What the task asks —
Each line that contains the word "union" is to be copied from the records below.
=== Begin Enclosure ===
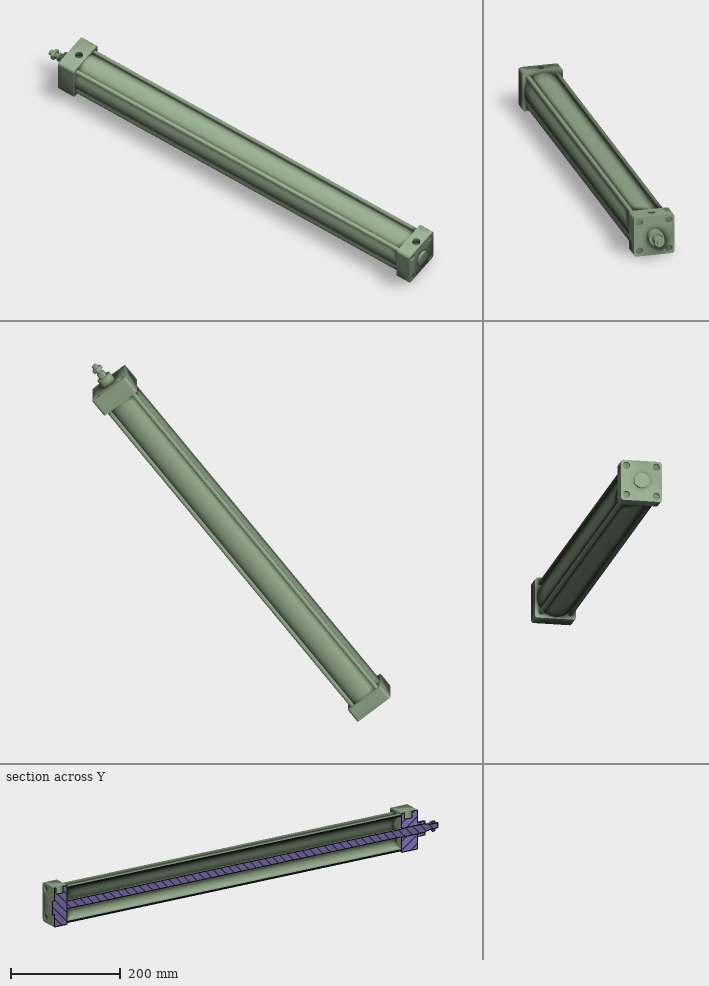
import cadquery as cq
import math


overall_length = 829.0
front_head_start = 44.0
front_head_length = 35.0
rear_head_length = 28.0
front_collar_length = 16.0
rear_collar_length = 4.0
front_head_end = front_head_start + front_head_length
rear_head_end = overall_length - rear_collar_length
rear_head_start = rear_head_end - rear_head_length

head_width = 76.0
head_corner_radius = 5.0
collar_diameter = 28.0
port_diameter = 15.0
port_mouth_diameter = 16.0
port_depth = 12.5
front_port_x = 64.0
rear_port_x = 813.0

barrel_outer_diameter = 70.0
barrel_inner_diameter = 64.0

tie_rod_diameter = 7.95
tie_rod_spacing = 55.5
counterbore_diameter = 13.0
counterbore_depth = 5.0

rod_diameter = 16.0
thread_diameter = 11.0
thread_length = 19.0
thread_chamfer = 0.4
flat_width = 14.0
flat_end = 26.5

nut_across_flats = 18.0
nut_start = 7.0
nut_length = 7.0
nut_face_diameter = 17.0


def cylinder(diameter, start, end, y=0, z=0):
    """Cylinder along X between two X positions."""
    return cq.Workplane("YZ", origin=(start, y, z)).circle(diameter / 2).extrude(end - start)


def tie_rod_centres():
    """Y and Z of the four tie rods."""
    half = tie_rod_spacing / 2
    return [(y, z) for y in (-half, half) for z in (-half, half)]


def head_block(start, length, port_x):
    """Square head with rounded long edges, a port on top and four tie rod holes."""
    block = (
        cq.Workplane("YZ", origin=(start, 0, 0))
        .rect(head_width, head_width)
        .extrude(length)
        .edges("|X")
        .fillet(head_corner_radius)
    )
    for y, z in tie_rod_centres():
        block = block.cut(cylinder(tie_rod_diameter, start, start + length, y, z))
    port = (
        cq.Workplane("XY", origin=(port_x, 0, head_width / 2 - port_depth))
        .circle(port_diameter / 2)
        .extrude(port_depth)
    )
    mouth_chamfer = (port_mouth_diameter - port_diameter) / 2
    return block.cut(port).faces(">Z").edges("%CIRCLE").chamfer(mouth_chamfer)


def cut_counterbores(head, start):
    """Sink the outer ends of the tie rod holes, from one X position inwards."""
    for y, z in tie_rod_centres():
        head = head.cut(cylinder(counterbore_diameter, start, start + counterbore_depth, y, z))
    return head


def make_front_head():
    head = head_block(front_head_start, front_head_length, front_port_x)
    head = cut_counterbores(head, front_head_start)
    head = head.union(cylinder(collar_diameter, front_head_start - front_collar_length, front_head_start))
    return head.cut(cylinder(rod_diameter, 0, front_head_end))


def make_rear_head():
    head = head_block(rear_head_start, rear_head_length, rear_port_x)
    head = cut_counterbores(head, rear_head_end - counterbore_depth)
    return head.union(cylinder(collar_diameter, rear_head_end, overall_length))


def make_barrel():
    bore = cylinder(barrel_inner_diameter, front_head_end, rear_head_start)
    return cylinder(barrel_outer_diameter, front_head_end, rear_head_start).cut(bore)


def make_tie_rod(y, z):
    """Tie rod between the floors of the counterbores in the two heads."""
    start = front_head_start + counterbore_depth
    end = rear_head_end - counterbore_depth
    return cylinder(tie_rod_diameter, start, end, y, z)


def make_piston_rod():
    """Rod that reaches the rear head, with a threaded nose and two wrench flats behind it."""
    rod = cylinder(rod_diameter, flat_end, rear_head_start)
    slab = (
        cq.Workplane("YZ", origin=(thread_length, 0, 0))
        .rect(rod_diameter, flat_width)
        .extrude(flat_end - thread_length)
    )
    flatted = cylinder(rod_diameter, thread_length, flat_end).intersect(slab)
    thread = cylinder(thread_diameter, 0, thread_length).faces("<X").chamfer(thread_chamfer)
    return rod.union(flatted).union(thread)


def make_nut():
    """Hexagon nut with corners up and down, chamfered on its outer face."""
    corner_radius = nut_across_flats / math.sqrt(3)
    face_radius = nut_face_diameter / 2
    chamfer = corner_radius - face_radius
    nut_end = nut_start + nut_length
    hexagon = (
        cq.Workplane("YZ", origin=(nut_start, 0, 0))
        .transformed(rotate=(0, 0, 90))
        .polygon(6, 2 * corner_radius)
        .extrude(nut_length)
    )
    envelope = (
        cq.Workplane("XY")
        .moveTo(nut_start, 0)
        .lineTo(nut_start, face_radius)
        .lineTo(nut_start + chamfer, corner_radius)
        .lineTo(nut_end, corner_radius)
        .lineTo(nut_end, 0)
        .close()
        .revolve(360, (0, 0, 0), (1, 0, 0))
    )
    return hexagon.intersect(envelope).cut(cylinder(thread_diameter, nut_start, nut_end))


front_head = make_front_head()
rear_head = make_rear_head()
barrel = make_barrel()
tie_rods = [make_tie_rod(y, z) for y, z in tie_rod_centres()]
piston_rod = make_piston_rod()
nut = make_nut()

result = cq.Compound.makeCompound(
    [
        front_head.val(),
        rear_head.val(),
        barrel.val(),
        *[tie_rod.val() for tie_rod in tie_rods],
        piston_rod.val(),
        nut.val(),
    ]
)
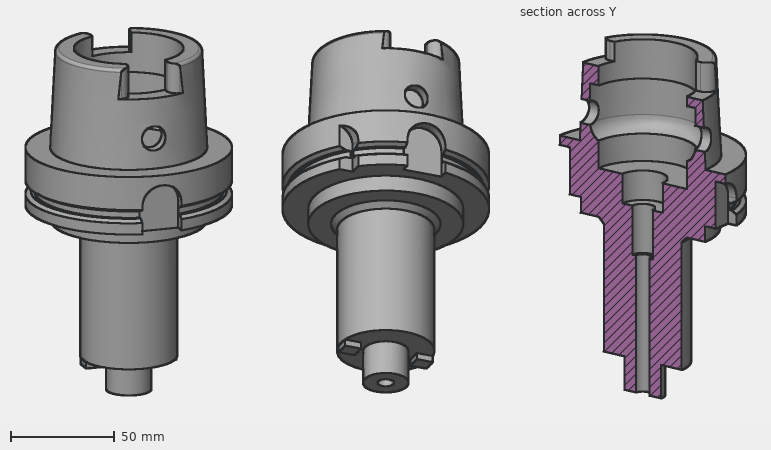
import cadquery as cq
import math


TAPER_LENGTH = 50.0
TAPER_BASE_DIAMETER = 76.0
TAPER_RATIO = 0.1
TAPER_TIP_DIAMETER = TAPER_BASE_DIAMETER - TAPER_RATIO * TAPER_LENGTH
RIM_FILLET = 1.75

FLANGE_DIAMETER = 100.0
FLANGE_THICKNESS = 29.0
GROOVE_CENTER_Z = -20.0
GROOVE_FLOOR_WIDTH = 3.75
GROOVE_MOUTH_WIDTH = 6.75
GROOVE_LEDGE_DIAMETER = 94.8
GROOVE_FLOOR_DIAMETER = 91.5

COLLAR_DIAMETER = 75.0
COLLAR_BOTTOM_Z = -37.0
BODY_DIAMETER = 47.0
BODY_CHAMFER = 3.0
BODY_BOTTOM_Z = -105.0
PILOT_DIAMETER = 22.0
PILOT_BOTTOM_Z = -122.0

MOUTH_BORE_DIAMETER = 53.0
CLAMP_LEDGE_Z = 30.0
CLAMP_CHAMBER_DIAMETER = 63.0
CHAMBER_FILLET = 9.0
CHAMBER_WALL_BOTTOM_Z = 10.0
BORE_FLOOR_Z = -12.0
COOLANT_BORE_DIAMETER = 24.0
COOLANT_BORE_DEPTH = 15.0
SCREW_CLEARANCE_DIAMETER = 12.0
SCREW_CLEARANCE_DEPTH = 25.0
THROUGH_HOLE_DIAMETER = 8.0

DRIVE_SLOT_WIDTH = 20.0
DRIVE_SLOT_CORNER_RADIUS = 5.0
DRIVE_SLOT_CORNER_CENTER_X = 27.25
DRIVE_SLOT_DEPTHS = {-1: 10.0, 1: 15.0}

CROSS_HOLE_DIAMETER = 12.0
CROSS_HOLE_Z = 15.0

NOTCH_WIDTH = 20.0
NOTCH_TOP_Z = -5.0
SIDE_NOTCH_FLOOR_X = 44.0
INDEX_NOTCH_FLOOR_X = 32.0
INDEX_NOTCH_Y = 41.5

LUG_WIDTH = 8.0
LUG_HEIGHT = 3.3
LUG_INNER_Y = 14.7
LUG_OUTER_Y = 23.15


def make_turned_body():
    """Revolve the outer profile of the taper, flange, collar, body and pilot."""
    flange_r = FLANGE_DIAMETER / 2
    ledge_r = GROOVE_LEDGE_DIAMETER / 2
    groove_r = GROOVE_FLOOR_DIAMETER / 2
    body_r = BODY_DIAMETER / 2
    body_top_z = COLLAR_BOTTOM_Z - BODY_CHAMFER
    profile = (
        cq.Workplane("XZ")
        .moveTo(0, TAPER_LENGTH)
        .lineTo(TAPER_TIP_DIAMETER / 2, TAPER_LENGTH)
        .lineTo(TAPER_BASE_DIAMETER / 2, 0)
        .lineTo(flange_r, 0)
        .lineTo(flange_r, GROOVE_CENTER_Z + GROOVE_MOUTH_WIDTH / 2)
        .lineTo(ledge_r, GROOVE_CENTER_Z + GROOVE_FLOOR_WIDTH / 2)
        .lineTo(groove_r, GROOVE_CENTER_Z + GROOVE_FLOOR_WIDTH / 2)
        .lineTo(groove_r, GROOVE_CENTER_Z - GROOVE_FLOOR_WIDTH / 2)
        .lineTo(ledge_r, GROOVE_CENTER_Z - GROOVE_FLOOR_WIDTH / 2)
        .lineTo(flange_r, GROOVE_CENTER_Z - GROOVE_MOUTH_WIDTH / 2)
        .lineTo(flange_r, -FLANGE_THICKNESS)
        .lineTo(COLLAR_DIAMETER / 2, -FLANGE_THICKNESS)
        .lineTo(COLLAR_DIAMETER / 2, COLLAR_BOTTOM_Z)
        .lineTo(body_r + BODY_CHAMFER, COLLAR_BOTTOM_Z)
        .lineTo(body_r, body_top_z)
        .lineTo(body_r, BODY_BOTTOM_Z)
        .lineTo(PILOT_DIAMETER / 2, BODY_BOTTOM_Z)
        .lineTo(PILOT_DIAMETER / 2, PILOT_BOTTOM_Z)
        .lineTo(0, PILOT_BOTTOM_Z)
        .close()
    )
    body = profile.revolve(360, (0, 0, 0), (0, 1, 0))
    return body.faces(">Z").edges().fillet(RIM_FILLET)


def make_bore():
    """Revolve the stepped bore, with its undercut clamping chamber."""
    mouth_r = MOUTH_BORE_DIAMETER / 2
    chamber_r = CLAMP_CHAMBER_DIAMETER / 2
    fillet_inner_offset = CHAMBER_FILLET - (chamber_r - mouth_r)
    fillet_drop = math.sqrt(CHAMBER_FILLET**2 - fillet_inner_offset**2)
    coolant_bottom_z = BORE_FLOOR_Z - COOLANT_BORE_DEPTH
    clearance_bottom_z = coolant_bottom_z - SCREW_CLEARANCE_DEPTH
    profile = (
        cq.Workplane("XZ")
        .moveTo(0, TAPER_LENGTH)
        .lineTo(mouth_r, TAPER_LENGTH)
        .lineTo(mouth_r, CLAMP_LEDGE_Z)
        .lineTo(chamber_r, CLAMP_LEDGE_Z)
        .lineTo(chamber_r, CHAMBER_WALL_BOTTOM_Z)
        .radiusArc((mouth_r, CHAMBER_WALL_BOTTOM_Z - fillet_drop), CHAMBER_FILLET)
        .lineTo(mouth_r, BORE_FLOOR_Z)
        .lineTo(COOLANT_BORE_DIAMETER / 2, BORE_FLOOR_Z)
        .lineTo(COOLANT_BORE_DIAMETER / 2, coolant_bottom_z)
        .lineTo(SCREW_CLEARANCE_DIAMETER / 2, coolant_bottom_z)
        .lineTo(SCREW_CLEARANCE_DIAMETER / 2, clearance_bottom_z)
        .lineTo(THROUGH_HOLE_DIAMETER / 2, clearance_bottom_z)
        .lineTo(THROUGH_HOLE_DIAMETER / 2, PILOT_BOTTOM_Z)
        .lineTo(0, PILOT_BOTTOM_Z)
        .close()
    )
    return profile.revolve(360, (0, 0, 0), (0, 1, 0))


def make_drive_slot(side):
    """Slot through the taper wall whose mouth flares out with round corners into a flat relief."""
    half_width = DRIVE_SLOT_WIDTH / 2
    flare_x = DRIVE_SLOT_CORNER_CENTER_X + DRIVE_SLOT_CORNER_RADIUS
    flare_y = half_width + DRIVE_SLOT_CORNER_RADIUS
    outer_r = TAPER_BASE_DIAMETER / 2
    signed_radius = side * DRIVE_SLOT_CORNER_RADIUS
    depth = DRIVE_SLOT_DEPTHS[side]
    return (
        cq.Workplane("XY", origin=(0, 0, TAPER_LENGTH - depth))
        .moveTo(0, -half_width)
        .lineTo(side * DRIVE_SLOT_CORNER_CENTER_X, -half_width)
        .radiusArc((side * flare_x, -flare_y), signed_radius)
        .lineTo(side * flare_x, -outer_r)
        .lineTo(side * outer_r, -outer_r)
        .lineTo(side * outer_r, outer_r)
        .lineTo(side * flare_x, outer_r)
        .lineTo(side * flare_x, flare_y)
        .radiusArc((side * DRIVE_SLOT_CORNER_CENTER_X, half_width), signed_radius)
        .lineTo(0, half_width)
        .close()
        .extrude(depth)
    )


def make_cross_hole():
    """Radial hole along X through both walls of the taper."""
    return (
        cq.Workplane("YZ", origin=(0, 0, CROSS_HOLE_Z))
        .circle(CROSS_HOLE_DIAMETER / 2)
        .extrude(TAPER_BASE_DIAMETER / 2, both=True)
    )


def make_flange_notch(side, floor_x, center_y):
    """Round-topped notch cut along X from the flange edge to a flat floor."""
    radius = NOTCH_WIDTH / 2
    arch_z = NOTCH_TOP_Z - radius
    return (
        cq.Workplane("YZ", origin=(side * floor_x, 0, 0))
        .moveTo(center_y - radius, -FLANGE_THICKNESS)
        .lineTo(center_y - radius, arch_z)
        .threePointArc((center_y, NOTCH_TOP_Z), (center_y + radius, arch_z))
        .lineTo(center_y + radius, -FLANGE_THICKNESS)
        .close()
        .extrude(side * (FLANGE_DIAMETER / 2 - floor_x))
    )


def make_lug(side):
    """Driving lug hanging below the arbor body."""
    length = LUG_OUTER_Y - LUG_INNER_Y
    return (
        cq.Workplane("XY", origin=(0, side * (LUG_INNER_Y + length / 2), BODY_BOTTOM_Z))
        .rect(LUG_WIDTH, length)
        .extrude(-LUG_HEIGHT)
    )


result = make_turned_body().cut(make_bore()).cut(make_cross_hole())
for x_side in (-1, 1):
    result = result.cut(make_drive_slot(x_side))
    result = result.cut(make_flange_notch(x_side, SIDE_NOTCH_FLOOR_X, 0))
result = result.cut(make_flange_notch(-1, INDEX_NOTCH_FLOOR_X, INDEX_NOTCH_Y))
for y_side in (-1, 1):
    result = result.union(make_lug(y_side))
=== End Enclosure ===
Answer area —
    head = head.union(cylinder(collar_diameter, front_head_start - front_collar_length, front_head_start))
    return head.union(cylinder(collar_diameter, rear_head_end, overall_length))
    return rod.union(flatted).union(thread)
    result = result.union(make_lug(y_side))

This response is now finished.